Data records
++++++++++
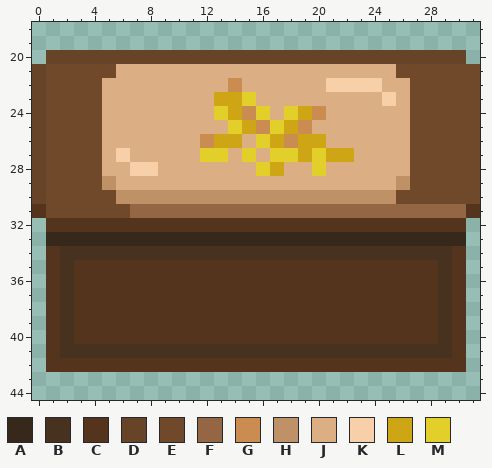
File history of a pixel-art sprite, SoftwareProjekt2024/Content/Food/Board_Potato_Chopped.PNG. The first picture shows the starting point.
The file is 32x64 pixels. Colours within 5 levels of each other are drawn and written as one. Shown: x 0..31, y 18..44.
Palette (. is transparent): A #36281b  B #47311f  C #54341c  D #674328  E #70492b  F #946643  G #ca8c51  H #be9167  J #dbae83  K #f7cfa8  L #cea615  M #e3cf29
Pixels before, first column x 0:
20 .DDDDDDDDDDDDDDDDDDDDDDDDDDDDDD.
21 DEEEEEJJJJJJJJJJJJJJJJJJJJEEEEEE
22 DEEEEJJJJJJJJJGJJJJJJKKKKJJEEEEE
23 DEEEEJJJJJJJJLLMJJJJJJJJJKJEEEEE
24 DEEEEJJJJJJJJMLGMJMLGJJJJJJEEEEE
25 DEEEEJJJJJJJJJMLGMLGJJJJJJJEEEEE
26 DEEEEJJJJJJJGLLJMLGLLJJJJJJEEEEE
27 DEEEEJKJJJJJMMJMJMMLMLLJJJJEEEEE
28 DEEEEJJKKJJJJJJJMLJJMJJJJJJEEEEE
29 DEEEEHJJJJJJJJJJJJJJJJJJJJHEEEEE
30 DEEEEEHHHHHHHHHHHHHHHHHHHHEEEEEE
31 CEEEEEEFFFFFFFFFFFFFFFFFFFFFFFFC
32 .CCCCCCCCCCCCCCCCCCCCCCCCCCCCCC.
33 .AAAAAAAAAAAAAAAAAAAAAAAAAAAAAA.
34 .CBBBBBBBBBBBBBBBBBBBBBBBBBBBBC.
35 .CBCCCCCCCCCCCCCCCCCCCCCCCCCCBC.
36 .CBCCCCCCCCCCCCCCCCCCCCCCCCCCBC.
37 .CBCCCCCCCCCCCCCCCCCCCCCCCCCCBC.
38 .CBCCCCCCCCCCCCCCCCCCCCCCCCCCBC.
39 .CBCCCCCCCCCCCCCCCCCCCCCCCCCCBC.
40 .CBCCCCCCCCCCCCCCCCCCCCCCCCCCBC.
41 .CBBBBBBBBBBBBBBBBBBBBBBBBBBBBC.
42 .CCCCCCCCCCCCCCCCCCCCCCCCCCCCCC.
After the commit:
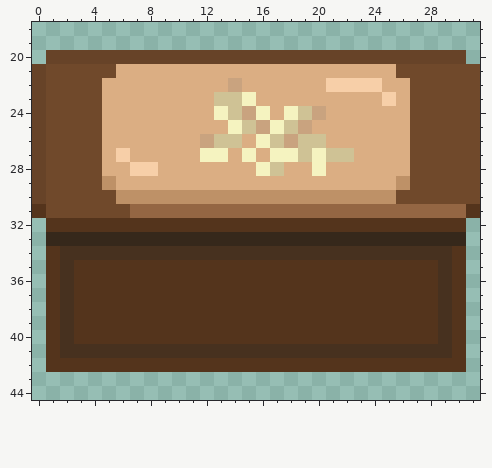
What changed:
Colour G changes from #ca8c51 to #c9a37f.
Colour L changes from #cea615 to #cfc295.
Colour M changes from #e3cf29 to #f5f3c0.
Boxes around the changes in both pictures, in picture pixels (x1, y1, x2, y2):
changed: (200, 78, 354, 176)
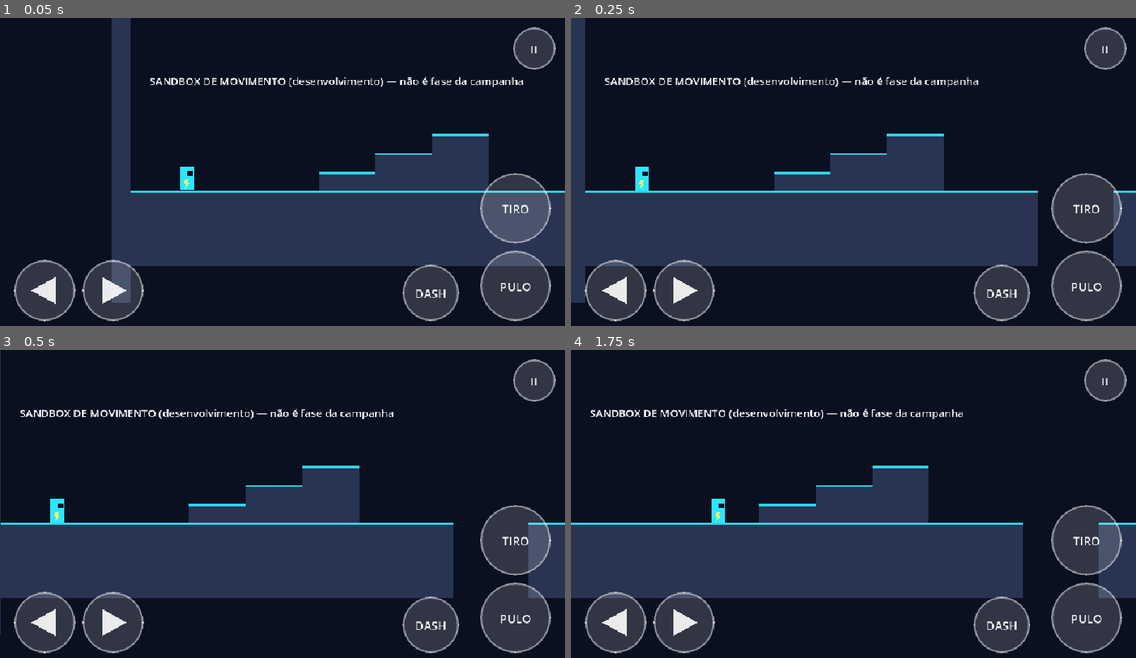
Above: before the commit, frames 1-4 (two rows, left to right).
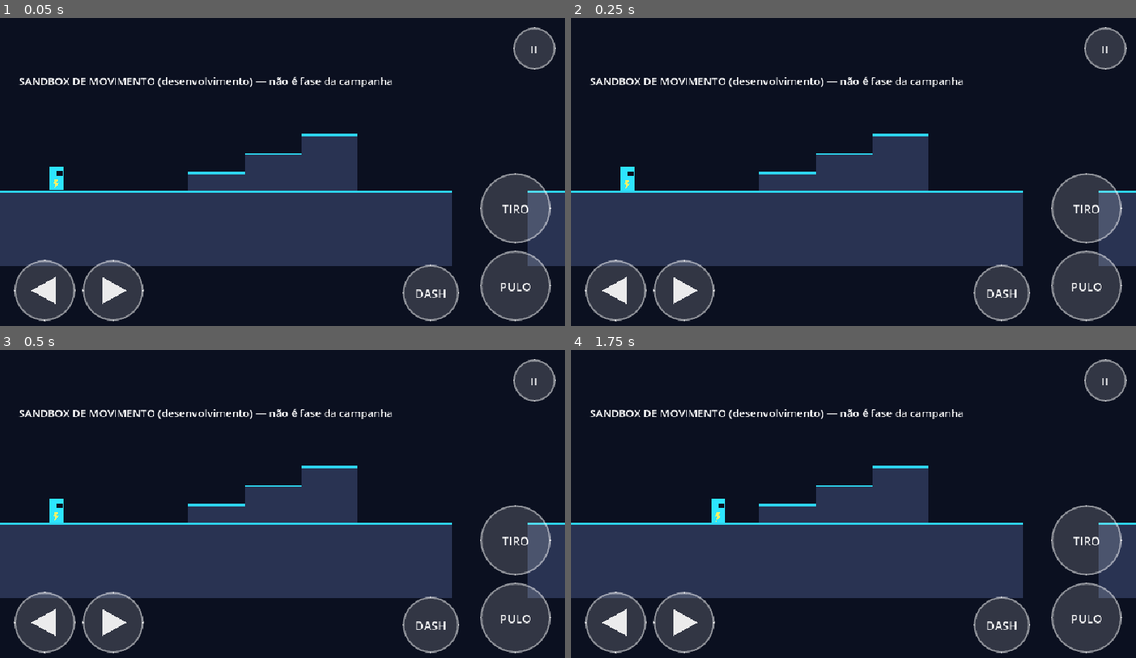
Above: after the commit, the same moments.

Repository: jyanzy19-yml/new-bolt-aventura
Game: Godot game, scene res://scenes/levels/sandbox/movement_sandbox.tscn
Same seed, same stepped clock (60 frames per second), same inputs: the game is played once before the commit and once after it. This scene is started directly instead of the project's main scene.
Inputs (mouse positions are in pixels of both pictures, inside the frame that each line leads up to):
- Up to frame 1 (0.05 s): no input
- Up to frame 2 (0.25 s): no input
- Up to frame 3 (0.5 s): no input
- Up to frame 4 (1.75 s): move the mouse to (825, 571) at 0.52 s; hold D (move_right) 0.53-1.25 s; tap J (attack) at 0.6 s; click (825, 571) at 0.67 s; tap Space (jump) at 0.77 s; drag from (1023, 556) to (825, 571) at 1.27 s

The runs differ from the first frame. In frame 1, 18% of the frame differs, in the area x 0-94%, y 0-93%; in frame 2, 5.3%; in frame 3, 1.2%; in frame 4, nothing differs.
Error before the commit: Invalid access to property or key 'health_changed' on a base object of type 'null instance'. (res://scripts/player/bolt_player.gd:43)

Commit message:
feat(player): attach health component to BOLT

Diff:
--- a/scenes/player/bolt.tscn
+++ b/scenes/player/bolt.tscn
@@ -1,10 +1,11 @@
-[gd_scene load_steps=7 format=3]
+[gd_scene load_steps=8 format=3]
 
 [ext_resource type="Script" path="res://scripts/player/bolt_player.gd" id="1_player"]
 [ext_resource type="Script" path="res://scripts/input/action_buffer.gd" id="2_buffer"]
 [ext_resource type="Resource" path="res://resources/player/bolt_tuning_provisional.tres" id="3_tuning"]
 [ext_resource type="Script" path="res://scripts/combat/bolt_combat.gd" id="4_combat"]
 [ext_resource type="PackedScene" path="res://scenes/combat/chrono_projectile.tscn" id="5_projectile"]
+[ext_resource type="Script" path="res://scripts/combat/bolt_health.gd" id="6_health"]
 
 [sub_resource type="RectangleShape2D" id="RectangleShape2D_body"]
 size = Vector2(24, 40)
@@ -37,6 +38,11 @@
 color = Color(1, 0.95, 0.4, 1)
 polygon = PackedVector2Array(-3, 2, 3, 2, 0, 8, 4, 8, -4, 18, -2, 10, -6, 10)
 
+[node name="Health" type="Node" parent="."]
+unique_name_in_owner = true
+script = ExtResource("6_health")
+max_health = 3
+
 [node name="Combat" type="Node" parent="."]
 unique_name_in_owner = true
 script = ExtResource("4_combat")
++++++++++
### PROBLEM STATEMENT
Retype the lines above without alteration. The first is the one containing "-37,6 +38,11 @@", and the last is the final line of the data.

### ANSWER BELOW
@@ -37,6 +38,11 @@
 color = Color(1, 0.95, 0.4, 1)
 polygon = PackedVector2Array(-3, 2, 3, 2, 0, 8, 4, 8, -4, 18, -2, 10, -6, 10)
 
+[node name="Health" type="Node" parent="."]
+unique_name_in_owner = true
+script = ExtResource("6_health")
+max_health = 3
+
 [node name="Combat" type="Node" parent="."]
 unique_name_in_owner = true
 script = ExtResource("4_combat")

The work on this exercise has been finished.